A Comic I Worked On That Came Out On This Date



CAPTAIN AMERICA #6 came out on May 25 2005 and was the issue where we first revealed what we were doing: that the mysterious Winter Soldier who had been a shadowy antagonist throughout the initial run of issues might actually be cap’s long-thought-perished partner Bucky Barnes. This was a controversial thing to do, bringing Bucky back, and it’s down to the skills of writer Ed Brubaker and artists Steve Epting and Michael Lark that we were able to pull it off. But I can remember, just before this issue dropped, getting a call from Ed in which he was having pre-show jitters, half-convinced that angry fans were going to string him up for daring to tamper with this legend. As things turned out, that isn’t how things went down, and this run became an often-reprinted classic and the inspiration for transitioning the character into live action. But it very easily could have gone the other way.

Another Comic I Worked On That Came Out On This Date



Here comes trouble! STEVE ROGERS: CAPTAIN AMERICA came out on May 25, 2016 , marking the first time that Rogers picked up the identity of the Living Legend of World War II in a couple of years. But of course, all anybody remembers about this first issue is its final pages, in which the rejuvenated Rogers reveals that something is very wrong with him, as he reveals that he’s an operative working for Hydra.

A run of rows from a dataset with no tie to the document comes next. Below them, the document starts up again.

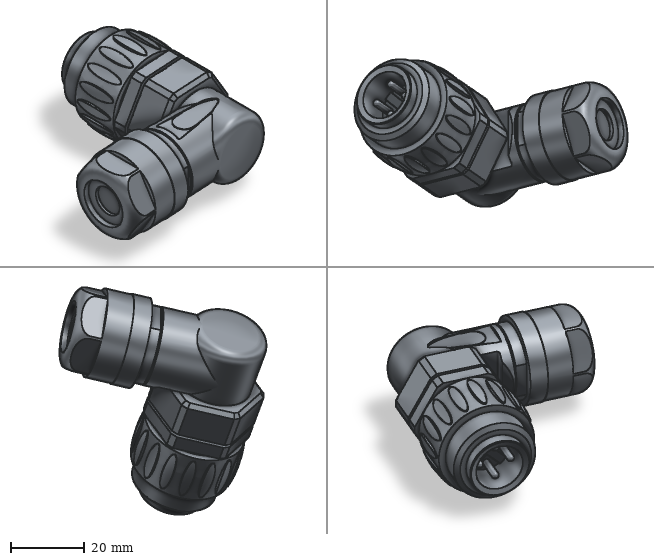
import cadquery as cq
import math


nose_radius = 17.5 / 2
nose_chamfer = 0.25
collar_start = 3.3
collar_radius = 24 / 2
collar_chamfer_length = 0.95
collar_chamfer_height = 1.55
ring_start = 10.3
ring_seam = 18.5
ring_end = 24.8
ring_front_radius = 14.03
ring_rear_radius = 14.23
shank_radius = 24.7 / 2

mouth_radius = nose_radius - nose_chamfer
bore_radius = 13.7 / 2
mouth_depth = 0.5
insert_depth = 10.2
quadrant_depth = 0.5
cross_arm_width = 2.5
cross_core_half = 2.0
pin_count = 4
pin_circle_radius = 4.55
pin_radius = 2.05 / 2
pin_tip_depth = 2.9
pin_embedding = 0.5
key_radius = 1.0
key_start = 6.3

rib_count = 16
rib_center = 17.6
rib_length = 12.4
rib_width = 3.1
rib_crest_radius = 15.0
rib_end_radius = 14.4

plug_hex_flats = 27.0
plug_hex_corner_cut = 15.0
front_nut_start = 26.0
front_nut_end = 30.0
rear_nut_start = 30.9
rear_nut_end = 41.5
rear_nut_chamfer = 1.2

elbow_start = 41.8
elbow_radius = 22.1 / 2
leg_axis_x = 48.35
elbow_end = leg_axis_x + elbow_radius
elbow_fillet = 3.0
elbow_neck_radius = 21 / 2
leg_end = -19.07
relief_edge_y = -15.9
relief_slope_start_x = 39.5
relief_slope_run = 2.5
relief_slope_drop = 2.9
relief_fillet = 0.8

label_floor_z = 10.2
label_panel_z = 10.4
label_base_y = -17.4
label_base_half = 4.4
label_shoulder_y = -2.8
label_shoulder_half = 2.7
label_tip_y = 2.5
label_tip_half = 0.7
label_tip_rise = 0.3
label_flank_bulge = 0.25
panel_base_y = -14.2
panel_side_y = -10.6
panel_half = 3.35

neck_start = -19.5
neck_radius = 22 / 2
neck_flats = 19.55
band_start = -22.75
band_radius = 25.4 / 2
sleeve_start = -27.95
sleeve_radius = 25.0 / 2
gland_hex_start = -35.4
gland_end = -43.0
gland_hex_flats = 22.0
gland_face_radius = 16.3 / 2
gland_round = sleeve_radius - gland_face_radius
inlet_radius = 14.5 / 2
inlet_depth = 1.7
cable_radius = 9 / 2
cable_depth = 1.0


def rod_x(x0, x1, radius):
    """Cylinder along X on the plug axis."""
    return cq.Workplane("YZ", origin=(x0, 0, 0)).circle(radius).extrude(x1 - x0)


def rod_y(y0, y1, radius):
    """Cylinder along Y on the leg axis, running from y0 down to y1."""
    return cq.Workplane("XZ", origin=(leg_axis_x, y0, 0)).circle(radius).extrude(y0 - y1)


def turned_x(profile):
    """Revolve a closed XY wire about the plug axis."""
    return profile.close().revolve(360, (0, 0, 0), (1, 0, 0))


def plug_shell():
    """Nose, collar, tapered coupling ring and shank as one turned body."""
    return turned_x(
        cq.Workplane("XY")
        .moveTo(0, 0)
        .lineTo(0, mouth_radius)
        .lineTo(nose_chamfer, nose_radius)
        .lineTo(collar_start, nose_radius)
        .lineTo(collar_start, collar_radius - collar_chamfer_height)
        .lineTo(collar_start + collar_chamfer_length, collar_radius)
        .lineTo(ring_start, collar_radius)
        .lineTo(ring_start, ring_front_radius)
        .lineTo(ring_seam, ring_rear_radius)
        .lineTo(ring_end, ring_rear_radius)
        .lineTo(ring_end, shank_radius)
        .lineTo(rear_nut_start, shank_radius)
        .lineTo(rear_nut_start, 0)
    )


def grip_ribs():
    """Elliptical pads around the coupling ring, all trimmed to one crowned envelope."""
    half = rib_length / 2
    envelope = turned_x(
        cq.Workplane("XY")
        .moveTo(rib_center - half, 0)
        .lineTo(rib_center - half, rib_end_radius)
        .threePointArc((rib_center, rib_crest_radius), (rib_center + half, rib_end_radius))
        .lineTo(rib_center + half, 0)
    )
    pad = cq.Workplane("XY").center(rib_center, 0).ellipse(half, rib_width / 2).extrude(rib_crest_radius)
    pad = pad.intersect(envelope).cut(rod_x(0, ring_end, collar_radius))
    ribs = pad
    for i in range(1, rib_count):
        ribs = ribs.union(pad.rotate((0, 0, 0), (1, 0, 0), i * 360 / rib_count))
    return ribs


def socket_cavity():
    """Bore with a flared mouth and a shallow recessed quadrant around every pin."""
    cavity = turned_x(
        cq.Workplane("XY")
        .moveTo(0, 0)
        .lineTo(0, mouth_radius)
        .lineTo(mouth_depth, bore_radius)
        .lineTo(insert_depth, bore_radius)
        .lineTo(insert_depth, 0)
    )
    offset = cross_arm_width / math.sqrt(2)
    quadrant = (
        cq.Workplane("YZ", origin=(insert_depth, 0, 0))
        .moveTo(cross_core_half - offset, cross_core_half)
        .lineTo(bore_radius - offset, bore_radius)
        .lineTo(offset - bore_radius, bore_radius)
        .lineTo(offset - cross_core_half, cross_core_half)
        .close()
        .extrude(quadrant_depth)
        .intersect(rod_x(insert_depth, insert_depth + quadrant_depth, bore_radius))
    )
    for i in range(pin_count):
        cavity = cavity.union(quadrant.rotate((0, 0, 0), (1, 0, 0), i * 360 / pin_count))
    return cavity


def contact_pins():
    """Round-tipped pins standing on the insert floor."""
    root = insert_depth + quadrant_depth
    pin = rod_x(pin_tip_depth + pin_radius, root + pin_embedding, pin_radius)
    pin = pin.union(cq.Workplane("XY").sphere(pin_radius).translate((pin_tip_depth + pin_radius, 0, 0)))
    pin = pin.translate((0, 0, pin_circle_radius))
    pins = pin
    for i in range(1, pin_count):
        pins = pins.union(pin.rotate((0, 0, 0), (1, 0, 0), i * 360 / pin_count))
    return pins


def polarising_key():
    """Half-round key rib along the bore wall, between two pins."""
    reach = bore_radius * math.sqrt(0.5)
    key = rod_x(key_start, insert_depth + quadrant_depth, key_radius).translate((0, -reach, reach))
    return key.intersect(rod_x(0, ring_start, (bore_radius + nose_radius) / 2))


def hex_corner_diameter(flats):
    """Distance across the corners of a hexagon, from its distance across the flats."""
    return flats / math.cos(math.pi / 6)


def plug_nut(x0, x1, end_chamfer=0.0):
    """Hexagon along X with corners on the Y axis, corners trimmed by a second hexagon."""
    nut = (
        cq.Workplane("YZ", origin=(x0, 0, 0))
        .polygon(6, hex_corner_diameter(plug_hex_flats))
        .extrude(x1 - x0)
    )
    trim = (
        cq.Workplane("YZ", origin=(x0, 0, 0))
        .polygon(6, hex_corner_diameter(2 * plug_hex_corner_cut))
        .extrude(x1 - x0)
        .rotate((0, 0, 0), (1, 0, 0), 30)
    )
    nut = nut.intersect(trim)
    if end_chamfer:
        nut = nut.faces(">X").edges().chamfer(end_chamfer)
    return nut


def elbow():
    """Barrel on the plug axis with a leg along -Y, relieved beside the rear nut."""
    barrel = rod_x(elbow_start, elbow_end, elbow_radius).faces(">X").edges().fillet(elbow_fillet)
    leg = rod_y(0, leg_end, elbow_radius)
    relief = (
        cq.Workplane("XY")
        .moveTo(leg_axis_x - 2 * elbow_radius, elbow_radius)
        .lineTo(elbow_start, elbow_radius)
        .lineTo(elbow_start, relief_edge_y + relief_fillet)
        .radiusArc((elbow_start - relief_fillet, relief_edge_y), relief_fillet)
        .lineTo(relief_slope_start_x, relief_edge_y)
        .lineTo(relief_slope_start_x - relief_slope_run, relief_edge_y - relief_slope_drop)
        .lineTo(leg_axis_x - 2 * elbow_radius, relief_edge_y - relief_slope_drop)
        .close()
        .extrude(elbow_radius, both=True)
    )
    neck = rod_x(rear_nut_end, elbow_start, elbow_neck_radius)
    return barrel.union(leg.cut(relief)).union(neck)


def label_recess():
    """Shield-shaped pocket with a slightly raised rounded panel inside it."""
    tip_arc_y = label_tip_y - label_tip_rise
    flank_x = (label_shoulder_half + label_tip_half) / 2 + label_flank_bulge
    flank_y = (label_shoulder_y + tip_arc_y) / 2
    shield = (
        cq.Workplane("XY", origin=(leg_axis_x, 0, label_floor_z))
        .moveTo(-label_base_half, label_base_y)
        .lineTo(-label_shoulder_half, label_shoulder_y)
        .threePointArc((-flank_x, flank_y), (-label_tip_half, tip_arc_y))
        .threePointArc((0, label_tip_y), (label_tip_half, tip_arc_y))
        .threePointArc((flank_x, flank_y), (label_shoulder_half, label_shoulder_y))
        .lineTo(label_base_half, label_base_y)
        .close()
        .extrude(elbow_radius - label_floor_z)
    )
    panel = (
        cq.Workplane("XY", origin=(leg_axis_x, 0, label_floor_z))
        .moveTo(-panel_half, panel_side_y)
        .threePointArc((0, panel_base_y), (panel_half, panel_side_y))
        .lineTo(panel_half, label_tip_y)
        .lineTo(-panel_half, label_tip_y)
        .close()
        .extrude(label_panel_z - label_floor_z)
    )
    return shield.cut(panel)


def gland_nut():
    """Hexagon with flats facing +Z and -Z, trimmed by the sleeve and rounded at the free end."""
    length = gland_hex_start - gland_end
    hexagon = (
        cq.Workplane("XZ", origin=(leg_axis_x, gland_hex_start, 0))
        .polygon(6, hex_corner_diameter(gland_hex_flats))
        .extrude(length)
    )
    arc_inset = gland_round * math.sqrt(0.5)
    arc_start_y = gland_end + gland_round
    envelope = (
        cq.Workplane("XY")
        .moveTo(leg_axis_x, gland_hex_start)
        .lineTo(leg_axis_x + sleeve_radius, gland_hex_start)
        .lineTo(leg_axis_x + sleeve_radius, arc_start_y)
        .threePointArc(
            (leg_axis_x + gland_face_radius + arc_inset, arc_start_y - arc_inset),
            (leg_axis_x + gland_face_radius, gland_end),
        )
        .lineTo(leg_axis_x, gland_end)
        .close()
        .revolve(360, (leg_axis_x, 0, 0), (leg_axis_x, 1, 0))
    )
    return hexagon.intersect(envelope)


def gland():
    """Flatted neck, clamping band, sleeve and gland nut."""
    groove = rod_y(leg_end, neck_start, elbow_neck_radius)
    neck = rod_y(neck_start, band_start, neck_radius)
    flats = (
        cq.Workplane("XZ", origin=(leg_axis_x, neck_start, 0))
        .rect(neck_flats, 2 * neck_radius)
        .extrude(neck_start - band_start)
    )
    neck = neck.intersect(flats)
    band = rod_y(band_start, sleeve_start, band_radius)
    sleeve = rod_y(sleeve_start, gland_hex_start, sleeve_radius)
    return groove.union(neck).union(band).union(sleeve).union(gland_nut())


def cable_inlet():
    """Plain bore with a shallow cable seat in its floor."""
    floor_y = gland_end + inlet_depth
    bore = rod_y(floor_y, gland_end, inlet_radius)
    return bore.union(rod_y(floor_y + cable_depth, floor_y, cable_radius))


plug = plug_shell().union(grip_ribs()).cut(socket_cavity())
plug = plug.union(contact_pins()).union(polarising_key())
nuts = plug_nut(front_nut_start, front_nut_end).union(
    plug_nut(rear_nut_start, rear_nut_end, rear_nut_chamfer)
)
housing = elbow().cut(label_recess())
outlet = gland().cut(cable_inlet())

result = plug.union(nuts).union(housing).union(outlet)
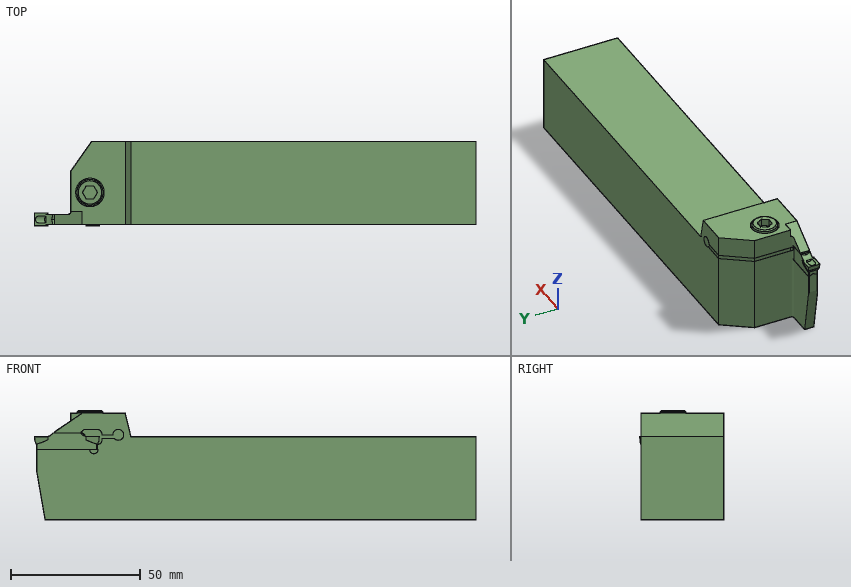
import cadquery as cq
import math

total_length = 170.0
shank_width = 32.0
shank_height = 32.0

head_front_x = 14.0
head_top_z = 41.0
head_back_top_x = 35.0
head_back_foot_x = 37.2
head_bevel_length = 8.0
head_bevel_width = 11.4

blade_width = 4.0
blade_front_x = 0.75
blade_relief_z = 19.4
blade_foot_x = 4.1
blade_edge_chamfer = 0.3
blade_root_radius = 1.0

jaw_wall_y = blade_width + blade_root_radius
jaw_top_x = 18.4
jaw_slope_angle = 34.0
jaw_nose_x = 7.7

insert_length = 25.0
insert_overhang = 0.5
seat_z = 27.0
cutting_edge_z = shank_height
clamp_face_z = 33.4
neck_length = 5.2
neck_top_length = 7.1
neck_arc_start = 4.4
neck_arc_mid = (6.0, 32.4)
side_relief_angle = 7.0
land_foot_x = 0.2
land_foot_z = 30.2
cheek_foot_z = 29.1
cheek_arc_mid = (3.0, 29.8)
cheek_heel_z = 30.8
seat_ridge_height = 0.8
clamp_ridge_height = 0.5
chip_trough_start_x = 1.8
chip_trough_end_x = 3.6
chip_trough_radius = 2.5
chip_trough_depth = 0.4

slit_bottom_z = 31.2
slit_height = 1.5
slit_end_x = 32.3
slit_end_z = 32.7
slit_end_diameter = 4.2
relief_depth = blade_width + insert_overhang
relief_start_x = 18.0
relief_corner_z = 33.8
relief_top_start_x = 19.2
relief_top_z = 34.8
relief_top_end_x = 24.2
relief_end_x = 26.0
relief_shoulder_radius = 1.9
relief_side_z = 32.9
relief_foot_x = 24.3
relief_foot_z = 29.0
relief_foot_radius = 1.7
seat_relief_x = 22.9
seat_relief_diameter = 3.2

screw_x = 21.4
screw_y = 12.4
screw_head_diameter = 10.0
screw_head_height = 6.0
screw_protrusion = 1.0
screw_head_chamfer = 0.5
screw_socket_flats = 5.0
screw_socket_depth = 3.0
screw_shank_diameter = 5.0
screw_tip_z = 16.0
counterbore_diameter = 11.0
clearance_diameter = 6.5

screw_top_z = head_top_z + screw_protrusion
counterbore_floor_z = screw_top_z - screw_head_height


def side_plate(outline, y_start, y_end):
    """Extrude a closed outline drawn in the XZ plane between two Y positions."""
    return outline.extrude(-(y_end - y_start)).translate((0, y_start, 0))


def side_sketch():
    """Start an outline on the XZ plane, whose own normal points toward -Y."""
    return cq.Workplane("XZ")


def vertical_rod(diameter, z_start, z_end):
    """Upright cylinder on the screw axis."""
    rod = cq.Workplane("XY").circle(diameter / 2).extrude(z_end - z_start)
    return rod.translate((screw_x, screw_y, z_start))


def make_blank():
    blade = side_plate(
        side_sketch()
        .moveTo(blade_foot_x, 0)
        .lineTo(blade_front_x, blade_relief_z)
        .lineTo(blade_front_x, head_top_z)
        .lineTo(jaw_top_x, head_top_z)
        .lineTo(jaw_top_x, 0)
        .close(),
        0,
        blade_width,
    )
    blade = blade.faces("<X").edges("|Z").chamfer(blade_edge_chamfer)

    body = side_plate(
        side_sketch()
        .moveTo(head_front_x, 0)
        .lineTo(head_front_x, head_top_z)
        .lineTo(head_back_top_x, head_top_z)
        .lineTo(head_back_foot_x, shank_height)
        .lineTo(total_length, shank_height)
        .lineTo(total_length, 0)
        .close(),
        0,
        shank_width,
    )
    bevel = (
        cq.Workplane("XY")
        .moveTo(head_front_x, shank_width)
        .lineTo(head_front_x + head_bevel_length, shank_width)
        .lineTo(head_front_x, shank_width - head_bevel_width)
        .close()
        .extrude(head_top_z)
    )
    blade_root = (
        cq.Workplane("XY")
        .moveTo(head_front_x, blade_width)
        .lineTo(head_front_x - blade_root_radius, blade_width)
        .radiusArc((head_front_x, jaw_wall_y), -blade_root_radius)
        .close()
        .extrude(head_top_z)
    )
    blank = body.cut(bevel).union(blade).union(blade_root)

    slope_drop = (jaw_top_x - jaw_nose_x) * math.tan(math.radians(jaw_slope_angle))
    above_jaw = side_plate(
        side_sketch()
        .moveTo(jaw_top_x, head_top_z)
        .lineTo(jaw_nose_x, head_top_z - slope_drop)
        .lineTo(jaw_nose_x, cheek_foot_z)
        .lineTo(0, cheek_foot_z)
        .lineTo(0, head_top_z)
        .close(),
        0,
        jaw_wall_y,
    )
    return blank.cut(above_jaw)


def make_v_ridge(base_z, rise):
    """Ridge of triangular section along the insert; a negative rise points it downward."""
    return (
        cq.Workplane("YZ")
        .moveTo(0, base_z)
        .lineTo(blade_width / 2, base_z + rise)
        .lineTo(blade_width, base_z)
        .close()
        .extrude(insert_length)
    )


def make_cutting_end():
    """Front cutting end, wider than the blade, with a round-ended trough as chip breaker."""
    end = side_plate(
        side_sketch()
        .moveTo(0, cutting_edge_z)
        .lineTo(neck_length, cutting_edge_z)
        .lineTo(neck_length, cheek_heel_z)
        .threePointArc(cheek_arc_mid, (blade_front_x, cheek_foot_z))
        .lineTo(land_foot_x, land_foot_z)
        .close(),
        -insert_overhang,
        blade_width + insert_overhang,
    )
    side_relief = (cutting_edge_z - cheek_foot_z) * math.tan(math.radians(side_relief_angle))
    tapered_section = (
        cq.Workplane("YZ")
        .moveTo(-insert_overhang, cutting_edge_z)
        .lineTo(blade_width + insert_overhang, cutting_edge_z)
        .lineTo(blade_width + insert_overhang - side_relief, cheek_foot_z)
        .lineTo(-insert_overhang + side_relief, cheek_foot_z)
        .close()
        .extrude(neck_length)
    )
    end = end.intersect(tapered_section)
    trough_z = cutting_edge_z + chip_trough_radius - chip_trough_depth
    trough = cq.Workplane("YZ").circle(chip_trough_radius).extrude(chip_trough_end_x - chip_trough_start_x)
    end = end.cut(trough.translate((chip_trough_start_x, blade_width / 2, trough_z)))
    for x in (chip_trough_start_x, chip_trough_end_x):
        trough_end = cq.Workplane("XY").sphere(chip_trough_radius)
        end = end.cut(trough_end.translate((x, blade_width / 2, trough_z)))
    return end


def make_insert():
    rear_neck_end = (insert_length - neck_arc_start, cutting_edge_z)
    waist = side_plate(
        side_sketch()
        .moveTo(blade_front_x, seat_z)
        .lineTo(blade_front_x, cheek_foot_z)
        .lineTo(neck_arc_start, cutting_edge_z)
        .threePointArc(neck_arc_mid, (neck_top_length, clamp_face_z))
        .lineTo(insert_length - neck_top_length, clamp_face_z)
        .threePointArc((insert_length - neck_arc_mid[0], neck_arc_mid[1]), rear_neck_end)
        .lineTo(insert_length - blade_front_x, cheek_foot_z)
        .lineTo(insert_length - blade_front_x, seat_z)
        .close(),
        0,
        blade_width,
    )
    waist = waist.edges("|Z").chamfer(blade_edge_chamfer)
    waist = waist.cut(make_v_ridge(seat_z, seat_ridge_height))
    waist = waist.cut(make_v_ridge(clamp_face_z, -clamp_ridge_height))
    front_end = make_cutting_end()
    rear_end = front_end.mirror("YZ").translate((insert_length, 0, 0))
    return waist.union(front_end).union(rear_end)


def make_spacer(blank, insert):
    slit = side_plate(
        side_sketch()
        .moveTo(head_front_x, slit_bottom_z)
        .lineTo(slit_end_x, slit_bottom_z)
        .lineTo(slit_end_x, slit_bottom_z + slit_height)
        .lineTo(head_front_x, slit_bottom_z + slit_height)
        .close(),
        0,
        shank_width,
    )
    round_end = side_plate(
        side_sketch().center(slit_end_x, slit_end_z).circle(slit_end_diameter / 2),
        0,
        shank_width,
    )
    relief = side_plate(
        side_sketch()
        .moveTo(relief_start_x, relief_corner_z)
        .lineTo(relief_top_start_x, relief_top_z)
        .lineTo(relief_top_end_x, relief_top_z)
        .radiusArc((relief_end_x, relief_side_z), relief_shoulder_radius)
        .lineTo(relief_end_x, relief_foot_z + relief_foot_radius)
        .radiusArc((relief_foot_x, relief_foot_z), relief_foot_radius)
        .close(),
        0,
        relief_depth,
    )
    spacer = slit.union(round_end).union(relief).intersect(blank).cut(insert)
    return spacer.cut(vertical_rod(clearance_diameter, 0, head_top_z))


def make_screw():
    head = vertical_rod(screw_head_diameter, counterbore_floor_z, screw_top_z)
    head = head.faces(">Z").chamfer(screw_head_chamfer)
    shank = vertical_rod(screw_shank_diameter, screw_tip_z, counterbore_floor_z)
    socket_corners = screw_socket_flats / math.cos(math.pi / 6)
    socket = (
        cq.Workplane("XY")
        .polygon(6, socket_corners)
        .extrude(screw_socket_depth)
        .translate((screw_x, screw_y, screw_top_z - screw_socket_depth))
    )
    return head.union(shank).cut(socket)


def make_holder(blank, insert, spacer, screw):
    seat_relief = side_plate(
        side_sketch().center(seat_relief_x, seat_z).circle(seat_relief_diameter / 2),
        0,
        blade_width,
    ).intersect(cq.Workplane("XY").box(total_length, shank_width, seat_z, centered=False))
    counterbore = vertical_rod(counterbore_diameter, counterbore_floor_z, head_top_z)
    clearance = vertical_rod(clearance_diameter, slit_bottom_z, head_top_z)
    holder = blank.cut(insert).cut(spacer).cut(seat_relief)
    return holder.cut(counterbore).cut(clearance).cut(screw)


blank = make_blank()
insert = make_insert()
spacer = make_spacer(blank, insert)
screw = make_screw()
holder = make_holder(blank, insert, spacer, screw)

result = cq.Compound.makeCompound(
    [
        holder.solids().val(),
        insert.solids().val(),
        spacer.solids().val(),
        screw.solids().val(),
    ]
)

If we were over-concerned about bringing back Bucky, we were perhaps under-concerned about the impact that this moment was going to have when it hit. We knew it was going to cause controversy, that was pretty much the whole point. But fans went crazy, and not even just fans—this moment became the center of that culture wars, with any number of bad actors pointing at it as evidence of some manner of moral decay that had infected the entire industry. Thing were serious enough that I received death threats for allowing this to happen—I had to cancel an appearance at that year’s Baltimore Comic Con due to a threat that was sent from the Baltimore area and that the police we consulted considered a legitimate threat and not just some blowhard spouting off. Fun times! The person who got hit the hardest was probably writer Nick Spencer , and most of those who were angry didn’t want to hear that this was the first move in a carefully-constructed storyline that was going to play out over the next 18 months or so. It was a big, brassy story—maybe too big at certain points—and one that Nick almost lost control of at one point or another. But ultimately, we were able to keep the whole thing together long enough to land the plane in a mostly-satisfying way in the SECRET EMPIRE crossover that came the following year. Lost in the crowd a little bit, but probably thankful for it in this instance, was artist Jesus Saiz , who turned in some seriously great artwork on this issue and those that followed.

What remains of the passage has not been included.